In der Praxis stellte sich eine 46-jährige Patientin vor. Sie war bei der Onlinesuche „Behandlung unter Vollnarkose“ auf die Gemeinschaftspraxis gestoßen und gab an, seit rund 15 Jahren nicht beim Zahnarzt gewesen zu sein. Bei der Erstvorstellung ließ sie sich nicht untersuchen, sondern hielt mit den eigenen Fingern nur leicht die Unterlippe ab. Zum Vorschein kam lediglich ein bräunlich-weißer Klumpen (Abbildung 1). Das Team konnte sie schließlich zu einem OPG (Abbildung 2) überreden. Es stellte sich heraus, dass die Frau die gelockerten Unterkieferzähne seit Jahren selber mit Sekundenkleber fixiert hatte. Im Oberkiefer trug sie eine ebenfalls rund 15 Jahre alte Totalprothese, welche – wie sich später zeigte – mit viel Haftcreme fixiert war ( Abbildungen 3, 4 und 5).

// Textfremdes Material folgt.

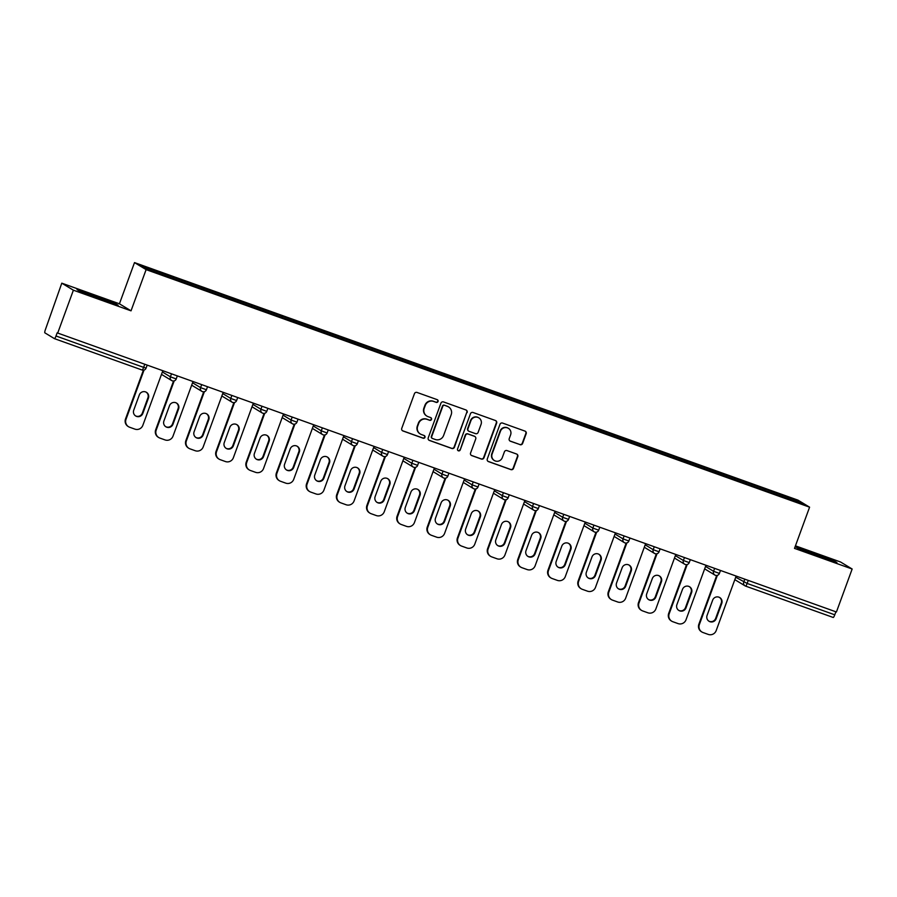 <?xml version="1.0" encoding="UTF-8"?>
<svg xmlns="http://www.w3.org/2000/svg" width="897" height="897" viewBox="0 0 897 897"><rect width="100%" height="100%" fill="white"/><g stroke="black" fill="none" stroke-linecap="round" stroke-linejoin="round"><path stroke-width="1.35" d="M438.05 401.497A1.435 1.413 121.2 0 0 437.22 399.67L417.038 392.449A2.052 2.018 121.2 0 0 414.436 393.693L401.755 428.362A2.052 2.018 121.2 0 0 402.944 430.964L423.115 438.196A1.435 1.413 121.2 0 0 424.359 435.617A1.435 1.413 121.2 0 0 424.102 435.493L421.5 434.563A6.571 6.447 121.2 0 1 417.677 426.221L418.731 423.328A6.571 6.447 121.2 0 1 427.062 419.348L429.674 420.278A1.435 1.413 121.2 0 0 430.908 417.699A1.435 1.413 121.2 0 0 430.661 417.587L428.048 416.645A6.571 6.447 121.2 0 1 424.225 408.314L425.29 405.422A6.571 6.447 121.2 0 1 433.621 401.43L436.234 402.372A1.435 1.413 121.2 0 0 438.05 401.497M426.905 416.107L426.568 415.894A6.571 6.447 121.2 0 1 423.889 408.101L424.954 405.22A6.571 6.447 121.2 0 1 433.285 401.228L435.886 402.159A1.435 1.413 121.2 0 0 437.288 399.703M402.428 430.683A2.052 2.018 121.2 0 0 402.607 430.762L422.779 437.983A1.435 1.413 121.2 0 0 424.18 435.527M420.345 434.013L420.009 433.812A6.571 6.447 121.2 0 1 417.34 426.019L418.394 423.126A6.571 6.447 121.2 0 1 426.725 419.134L429.338 420.076A1.435 1.413 121.2 0 0 430.739 417.61M520.013 444.677A2.052 2.018 121.2 0 0 522.615 443.432L526.18 433.7A2.052 2.018 121.2 0 0 524.98 431.098L502.578 423.07A2.052 2.018 121.2 0 0 499.977 424.315L487.284 458.984A2.052 2.018 121.2 0 0 488.484 461.596L510.886 469.613A2.052 2.018 121.2 0 0 513.488 468.369L517.793 456.618A2.052 2.018 121.2 0 0 516.594 454.017L507.007 450.586A2.052 2.018 121.2 0 0 504.406 451.83L502.275 457.649A5.494 5.393 121.2 0 1 494.348 460.531A5.494 5.393 121.2 0 1 492.117 454.017L500.47 431.188A5.494 5.393 121.2 0 1 508.386 428.318A5.494 5.393 121.2 0 1 510.617 434.832L509.227 438.633A2.052 2.018 121.2 0 0 510.427 441.234L519.677 444.464A2.052 2.018 121.2 0 0 522.278 443.219L525.833 433.498A2.052 2.018 121.2 0 0 525.171 431.165M131.029 310.833L119.424 303.803L61.792 283.172L73.386 290.191L131.029 310.833L146.11 269.627L809.587 507.175L794.507 548.381L852.15 569.012L836.43 611.989L57.15 332.854L56.006 335.994L143.632 367.366L144.742 364.339M73.386 290.191L57.666 333.168M467.124 412.564A2.052 2.018 121.2 0 0 465.935 409.951L443.533 401.934A2.052 2.018 121.2 0 0 440.92 403.179L428.239 437.848A2.052 2.018 121.2 0 0 429.428 440.449L451.841 448.478A2.052 2.018 121.2 0 0 454.443 447.222L466.788 412.351A2.052 2.018 121.2 0 0 466.115 410.03M473.055 412.497L495.458 420.525A2.052 2.018 121.2 0 1 496.646 423.126L483.965 457.795A2.052 2.018 121.2 0 1 481.364 459.04L471.777 455.609A2.052 2.018 121.2 0 1 470.577 453.007L475.724 438.947A2.052 2.018 121.2 0 0 474.535 436.334L468.167 434.058A2.052 2.018 121.2 0 0 465.565 435.303L460.206 449.946A1.435 1.413 121.2 0 1 458.132 450.698A1.435 1.413 121.2 0 1 457.548 448.993L470.454 413.752A2.052 2.018 121.2 0 1 473.055 412.497M146.11 269.627L134.505 262.597L797.982 500.145L809.587 507.175M764.367 490.3L764.861 488.966L746.483 482.395L746.349 483.819M764.861 488.966L796.39 500.291L802.277 503.845L147.702 269.492L141.816 265.927L173.244 277.173L173.009 278.552M191.039 285.033L191.521 283.699L173.244 277.173M191.521 283.699L203.428 287.982L203.182 289.35M221.211 295.831L221.694 294.496L203.428 287.982M221.694 294.496L233.601 298.791L233.355 300.159M251.384 306.639L251.878 305.305L233.601 298.791M251.878 305.305L263.774 309.588L263.539 310.956M281.557 317.437L282.05 316.103L263.774 309.588M282.05 316.103L293.947 320.397L293.711 321.765M311.741 328.246L312.223 326.912L293.947 320.397M312.223 326.912L324.131 331.195L323.884 332.574M341.914 339.044L342.396 337.721L324.131 331.195M342.396 337.721L354.304 342.004L354.057 343.372M372.087 349.852L372.58 348.518L354.304 342.004M372.58 348.518L384.477 352.801L384.241 354.18M402.26 360.661L402.753 359.327L384.477 352.801M402.753 359.327L414.649 363.61L414.414 364.978M432.444 371.459L432.926 370.125L414.649 363.61M432.926 370.125L444.834 374.408L444.587 375.787M462.617 382.268L463.099 380.933L444.834 374.408M463.099 380.933L475.006 385.217L474.76 386.585M492.789 393.065L493.283 391.731L475.006 385.217M493.283 391.731L505.179 396.026L504.944 397.393M522.962 403.874L523.456 402.54L505.179 396.026M523.456 402.54L535.352 406.823L535.117 408.191M553.146 414.672L553.628 413.338L535.352 406.823M553.628 413.338L565.536 417.632L565.289 419M583.319 425.481L583.801 424.146L565.536 417.632M583.801 424.146L595.709 428.43L595.462 429.809M613.492 436.278L613.985 434.955L595.709 428.43M613.985 434.955L625.882 439.238L625.646 440.606M643.665 447.087L644.158 445.753L625.882 439.238M644.158 445.753L656.055 450.036L655.819 451.415M673.849 457.896L674.331 456.562L656.055 450.036M674.331 456.562L686.239 460.845L685.992 462.213M704.022 468.694L704.504 467.359L686.239 460.845M704.504 467.359L716.411 471.654L716.165 473.022M734.194 479.503L734.688 478.168L716.411 471.654M734.688 478.168L746.584 482.451M734.789 478.224L734.542 479.626M704.616 467.427L704.369 468.817M674.432 456.618L674.185 458.019M644.259 445.82L644.012 447.211M614.086 435.011L613.84 436.402M583.913 424.203L583.667 425.604M553.729 413.405L553.483 414.795M523.556 402.596L523.31 403.998M493.384 391.798L493.137 393.189M463.211 380.99L462.964 382.391M433.027 370.192L432.78 371.582M402.854 359.383L402.607 360.785M372.681 348.585L372.434 349.976M342.508 337.777L342.262 339.167M312.324 326.968L312.078 328.369M282.151 316.17L281.905 317.56M251.979 305.361L251.732 306.763M221.806 294.564L221.559 295.954M191.622 283.755L191.375 285.156M61.792 283.172L45.422 329.58A3.139 0.583 -70.3 0 0 44.85 332.832L54.425 338.629A3.139 0.583 -70.3 0 0 54.437 338.64A3.139 0.583 -70.3 0 0 56.006 335.994M852.15 569.012L840.545 561.993L795.437 545.836M835.881 611.788L834.771 614.815A3.139 0.583 109.7 0 1 833.201 617.461A3.139 0.583 109.7 0 1 833.19 617.461L745.598 586.1A3.139 0.583 109.7 0 1 745.564 586.077A3.139 3.083 -58.8 0 1 743.736 582.097L744.802 579.182M119.424 303.803L134.505 262.597M764.962 489.033L764.715 490.424M796.39 500.291L794.933 501.221M93.804 295.135L77.019 289.585L80.786 291.873L118.124 305.238L114.356 302.962L93.647 295.55M799.586 549.222L836.923 562.598L833.145 560.311L812.604 552.485L795.818 546.946L799.586 549.222M428.912 440.169A2.052 2.018 121.2 0 0 429.091 440.248L451.494 448.265A2.052 2.018 121.2 0 0 454.106 447.02L466.788 412.351M444.632 405.377A1.435 1.413 121.2 0 0 442.804 406.251L431.67 436.682A1.435 1.413 121.2 0 0 432.511 438.498L435.258 439.485A6.571 6.447 121.2 0 0 443.589 435.505L451.202 414.694A6.571 6.447 121.2 0 0 447.379 406.363L444.295 405.175A1.435 1.413 121.2 0 0 442.468 406.038L442.804 406.251M432.253 438.386L431.917 438.173A1.435 1.413 121.2 0 1 431.334 436.469L442.468 406.038M448.534 406.902L448.197 406.7A6.571 6.447 121.2 0 0 447.042 406.162L447.379 406.363M444.295 405.175L447.042 406.162M471.25 455.328A2.052 2.018 121.2 0 0 471.43 455.407L481.027 458.838A2.052 2.018 121.2 0 0 483.629 457.593L496.31 422.924A2.052 2.018 121.2 0 0 495.637 420.603M474.894 436.514L474.547 436.301A2.052 2.018 121.2 0 0 474.188 436.133L467.83 433.856A2.052 2.018 121.2 0 0 465.229 435.101L460.206 449.946M457.975 450.586A1.435 1.413 121.2 0 0 459.869 449.745M481.061 424.359A5.494 5.393 121.2 0 0 478.83 417.845A5.494 5.393 121.2 0 0 470.903 420.715L467.965 428.755A2.052 2.018 121.2 0 0 469.153 431.367L475.522 433.643A2.052 2.018 121.2 0 0 478.123 432.399L481.061 424.359M478.83 417.845L478.493 417.632A5.494 5.393 121.2 0 0 470.566 420.514L470.903 420.715M468.795 431.199L468.458 430.986A2.052 2.018 121.2 0 1 467.629 428.553L470.566 420.514M509.9 440.954A2.052 2.018 121.2 0 0 510.09 441.032L519.677 444.464M508.386 428.318L508.05 428.116A5.494 5.393 121.2 0 0 500.122 430.986L500.47 431.188M494.348 460.531L494.012 460.329A5.494 5.393 121.2 0 1 491.78 453.815L500.122 430.986M487.957 461.316A2.052 2.018 121.2 0 0 488.147 461.383L510.55 469.411A2.052 2.018 121.2 0 0 513.151 468.167L517.446 456.416A2.052 2.018 121.2 0 0 516.784 454.095M125.513 418.989L126.017 419.291A6.268 6.156 121.2 0 0 128.574 426.737L128.069 426.423A6.268 6.156 -58.8 0 1 125.513 418.989L143.374 370.192M146.166 392.157A4.911 4.821 -58.8 0 1 147.915 397.82L142.32 413.125A4.911 4.821 -58.8 0 1 135.481 415.849M126.017 419.291L144.036 370.057M128.574 426.737A6.268 6.156 121.2 0 0 129.673 427.252L134.898 429.125A6.268 6.156 121.2 0 0 142.847 425.313L162.794 370.809M139.338 394.871A4.911 4.821 -58.8 0 1 146.424 392.303A4.911 4.821 -58.8 0 1 148.42 398.133L142.825 413.439A4.911 4.821 -58.8 0 1 135.727 416.006A4.911 4.821 -58.8 0 1 133.731 410.176L139.338 394.871M155.686 429.786L156.201 430.1A6.268 6.156 121.2 0 0 158.747 437.534L158.242 437.231A6.268 6.156 -58.8 0 1 155.686 429.786L173.547 380.99M176.339 402.955A4.911 4.821 -58.8 0 1 178.088 408.628L172.493 423.933A4.911 4.821 -58.8 0 1 165.653 426.647M156.201 430.1L174.209 380.866M158.747 437.534A6.268 6.156 121.2 0 0 159.845 438.061L165.07 439.934A6.268 6.156 121.2 0 0 173.02 436.121L192.978 381.606M169.511 405.679A4.911 4.821 -58.8 0 1 176.597 403.101A4.911 4.821 -58.8 0 1 178.604 408.931L172.998 424.236A4.911 4.821 -58.8 0 1 165.911 426.815A4.911 4.821 -58.8 0 1 163.904 420.985L169.511 405.679M185.87 440.595L186.374 440.898A6.268 6.156 121.2 0 0 188.931 448.343L188.415 448.04A6.268 6.156 -58.8 0 1 185.87 440.595L203.72 391.798M206.512 413.764A4.911 4.821 -58.8 0 1 208.272 419.426L202.666 434.731A4.911 4.821 -58.8 0 1 195.838 437.456M186.374 440.898L204.393 391.664M188.931 448.343A6.268 6.156 121.2 0 0 190.018 448.859L195.243 450.731A6.268 6.156 121.2 0 0 203.204 446.919L223.151 392.415M199.683 416.477A4.911 4.821 -58.8 0 1 206.77 413.909A4.911 4.821 -58.8 0 1 208.777 419.74L203.171 435.045A4.911 4.821 -58.8 0 1 196.084 437.613A4.911 4.821 -58.8 0 1 194.088 431.782L199.683 416.477M216.042 451.393L216.547 451.707A6.268 6.156 121.2 0 0 219.103 459.141L218.599 458.838A6.268 6.156 -58.8 0 1 216.042 451.393L233.893 402.596M236.696 424.561A4.911 4.821 -58.8 0 1 238.445 430.235L232.839 445.54A4.911 4.821 -58.8 0 1 226.01 448.265M216.547 451.707L234.566 402.473M219.103 459.141A6.268 6.156 121.2 0 0 220.202 459.668L225.416 461.54A6.268 6.156 121.2 0 0 233.377 457.728L253.324 403.213M229.856 427.286A4.911 4.821 -58.8 0 1 236.954 424.707A4.911 4.821 -58.8 0 1 238.95 430.538L233.355 445.843A4.911 4.821 -58.8 0 1 226.257 448.422A4.911 4.821 -58.8 0 1 224.261 442.591L229.856 427.286M246.215 462.202L246.72 462.504A6.268 6.156 121.2 0 0 249.276 469.95L248.772 469.647A6.268 6.156 -58.8 0 1 246.215 462.202L264.077 413.405M266.869 435.37A4.911 4.821 -58.8 0 1 268.618 441.032L263.023 456.338A4.911 4.821 -58.8 0 1 256.183 459.062M246.72 462.504L264.738 413.282M249.276 469.95A6.268 6.156 121.2 0 0 250.375 470.477L255.6 472.338A6.268 6.156 121.2 0 0 263.55 468.537L283.497 414.022M260.04 438.095A4.911 4.821 -58.8 0 1 267.127 435.516A4.911 4.821 -58.8 0 1 269.122 441.346L263.527 456.651A4.911 4.821 -58.8 0 1 256.43 459.23A4.911 4.821 -58.8 0 1 254.434 453.4L260.04 438.095M276.388 472.999L276.904 473.313A6.268 6.156 121.2 0 0 279.449 480.758L278.945 480.444A6.268 6.156 -58.8 0 1 276.388 472.999L294.25 424.203M297.042 446.168A4.911 4.821 -58.8 0 1 298.791 451.841L293.196 467.146A4.911 4.821 -58.8 0 1 286.356 469.871M276.904 473.313L294.911 424.079M279.449 480.758A6.268 6.156 121.2 0 0 280.548 481.274L285.773 483.147A6.268 6.156 121.2 0 0 293.723 479.334L313.681 424.83M290.213 448.892A4.911 4.821 -58.8 0 1 297.299 446.314A4.911 4.821 -58.8 0 1 299.306 452.144L293.7 467.449A4.911 4.821 -58.8 0 1 286.614 470.028A4.911 4.821 -58.8 0 1 284.607 464.198L290.213 448.892M109.501 302.39L92.761 295.606L85.809 293.779M78.734 290.628L93.77 295.595L115.859 304.487M828.301 559.75L811.561 552.956L804.609 551.139M797.534 547.989L812.57 552.956L834.659 561.847M306.572 483.808L307.077 484.111A6.268 6.156 121.2 0 0 309.633 491.556L309.117 491.253A6.268 6.156 -58.8 0 1 306.572 483.808L324.422 435.011M327.214 456.977A4.911 4.821 -58.8 0 1 328.975 462.65L323.368 477.955A4.911 4.821 -58.8 0 1 316.54 480.669M307.077 484.111L325.095 434.888M309.633 491.556A6.268 6.156 121.2 0 0 310.721 492.083L315.946 493.944A6.268 6.156 121.2 0 0 323.907 490.143L343.854 435.628M320.386 459.701A4.911 4.821 -58.8 0 1 327.472 457.122A4.911 4.821 -58.8 0 1 329.479 462.953L323.873 478.258A4.911 4.821 -58.8 0 1 316.787 480.837A4.911 4.821 -58.8 0 1 314.791 475.006L320.386 459.701M336.745 494.617L337.25 494.92A6.268 6.156 121.2 0 0 339.806 502.365L339.301 502.051A6.268 6.156 -58.8 0 1 336.745 494.617L354.595 445.82M357.398 467.786A4.911 4.821 -58.8 0 1 359.148 473.448L353.541 488.753A4.911 4.821 -58.8 0 1 346.713 491.478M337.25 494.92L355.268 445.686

Die Patientin wurde nun umfangreich aufgeklärt, auch, dass sie entgegen ihrer Erwartung nicht am Tag der Operation mit einer voll funktionsfähigen Totalprothese nach Hause gehen könne.

Bei der Operation wurde zunächst versucht, bei der relaxierten und narkotisierten Patientin ein Registrat anzufertigen.

Dann wurde die OK-Totalprothese dubliert. Der „foetor ex ore“ war extrem. Nachdem diverse Brocken Sekundenkleber entfernt wurden, konnten die nicht erhaltungswürdigen UK-Frontzähne und eine Seitenzahnbrücke problemlos gezogen werden (Abbildungen 6 und 7).

In Regio 46 wurde das Granulationsgewebe aus der Alveole entfernt und die gesamte Wunde mit Vicryl 4.0 vernäht.

Von der Gesamtsituation wurde ein Abdruck genommen und im Labor eine Immediatprothese hergestellt, die der Patientin am Abend eingesetzt wurde. Im Gegensatz zum ersten Termin war sie nun relativ kooperativ. Als jedoch die Prothese nicht sofort passte, war die Patientin wieder sehr enttäuscht.

Mit dem neuen Registrat wurde die Prothese remontiert und die eingeschliffene Prothese konnte der Patientin mitgegeben werden. Ob und wie sich die Patientin auf eine Weiterbehandlung einlässt, bleibt abzuwarten.